4 Jan 2024 | Jing Wu*, Suiyao Chen*, Qi Zhao, Renat Sergazinov, Chen Li, Shengjie Liu, Chongchao Zhao, Tianpei Xie, Hanqing Guo, Cheng Ji, Daniel Cociorva, Hakan Brunzell
SwitchTab is a novel self-supervised method designed to capture latent dependencies in tabular data. It employs an asymmetric encoder-decoder framework to decouple mutual and salient features among data pairs, resulting in more representative embeddings that improve decision boundaries and downstream task performance. The method is validated through extensive experiments across various domains, demonstrating superior performance in end-to-end prediction tasks with fine-tuning. Pre-trained salient embeddings can be used as plug-and-play features to enhance traditional classification methods like Logistic Regression and XGBoost. SwitchTab also enables explainable representations through visualization of decoupled mutual and salient features in the latent space.
SwitchTab introduces a feature corruption strategy to learn robust embeddings for downstream tasks. It applies feature corruption to generate corrupted data, encodes it using an encoder, and decouples the feature vectors into mutual and salient components using projectors. The decoder then reconstructs the data, with the salient feature dominating the sample type and the mutual feature providing common information that is switchable between two samples. The method is trained in both self-supervised and labeled settings, showing strong performance across diverse training scenarios.

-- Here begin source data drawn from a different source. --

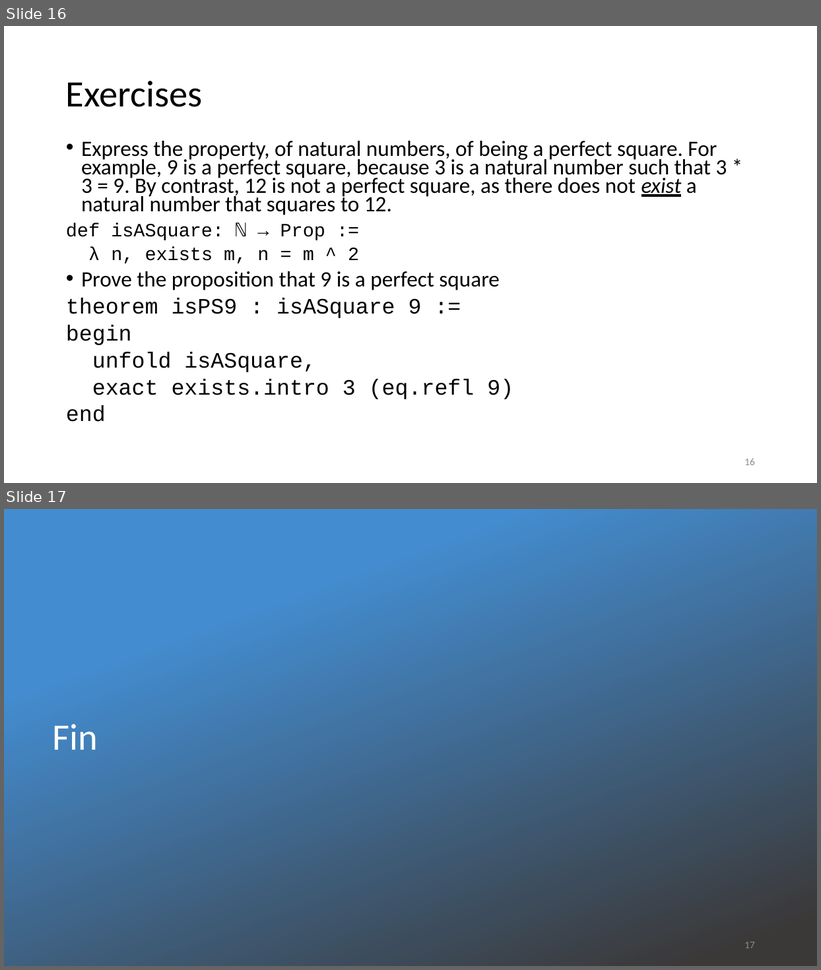
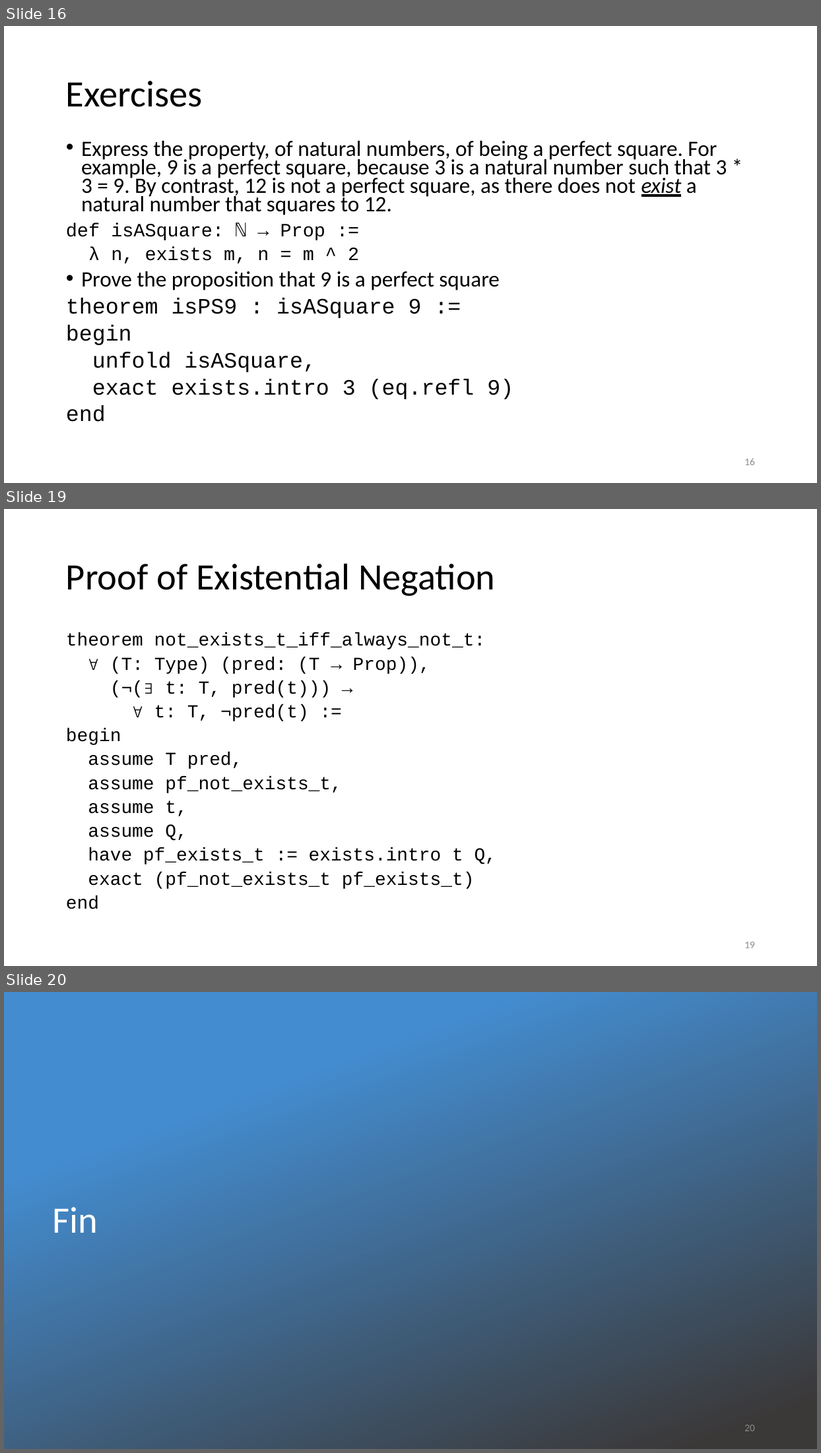
Before and after one commit to kevinsullivan/cs-dm, a slide deck: 11_Existential_Quantification/Exists.pptx. Shown one above the other, each under a label of ours: slides 16 and 17 before the commit, slides 16, 19 and 20 after it; the slides between them are not shown. The pictures are 821x970 and 821x1453 pixels, drawn with LibreOffice and Linux fonts; fonts in the diff are those of the drawing; background and template pictures are left out. Boxes give left, top, right and bottom in pixels: in the first picture for what was removed or moved away, otherwise in the second. Text is boxed around its words. In the diff, an @@ line names an element or a change of style, - is before the commit and + after.

Commit message:
Added material for negating existential quantification

```diff
--- a/11_Existential_Quantification/Exists.pptx
+++ b/11_Existential_Quantification/Exists.pptx
@@ slide 19 added at bbox=[4, 509, 817, 966], background #FFFFFF @@
@@ title added at bbox=[66, 563, 495, 596], 44 pt, text #000000 @@
+Proof of Existential Negation
@@ text added at bbox=[66, 633, 496, 910], 21.7 pt, text #000000 @@
+theorem not_exists_t_iff_always_not_t:
+∀ (T: Type) (pred: (T → Prop)),
+(¬(∃ t: T, pred(t))) →
+∀ t: T, ¬pred(t) :=
+begin
+assume T pred,
+assume pf_not_exists_t,
+assume t,
+assume Q,
+have pf_exists_t := exists.intro t Q,
+exact (pf_not_exists_t pf_exists_t)
+end
@@ page number added at bbox=[745, 942, 755, 949], 12 pt, text #8C8C8C @@
+19
@@ what was slide 17 is now slide 20 @@
@@ page number at bbox=[745, 1425, 755, 1432]: text changed @@
-17
+20
```
Also in this commit, not shown: 2 other slides added, 1 other file.

SwitchTab's effectiveness is demonstrated through experiments on various datasets, including standard benchmarks and additional public datasets. It outperforms traditional and deep learning methods in most classification tasks, and its pre-trained embeddings enhance the performance of traditional models like XGBoost. The method's ability to decouple mutual and salient features contributes to its effectiveness in representation learning for tabular data. The results show that SwitchTab achieves optimal or near-optimal performance in most classification tasks, while traditional methods like XGBoost or CatBoost still dominate in regression tasks. The method's ability to generate structured and explainable representations makes it a valuable tool for tabular data learning.SwitchTab is a novel self-supervised method designed to capture latent dependencies in tabular data. It employs an asymmetric encoder-decoder framework to decouple mutual and salient features among data pairs, resulting in more representative embeddings that improve decision boundaries and downstream task performance. The method is validated through extensive experiments across various domains, demonstrating superior performance in end-to-end prediction tasks with fine-tuning. Pre-trained salient embeddings can be used as plug-and-play features to enhance traditional classification methods like Logistic Regression and XGBoost. SwitchTab also enables explainable representations through visualization of decoupled mutual and salient features in the latent space.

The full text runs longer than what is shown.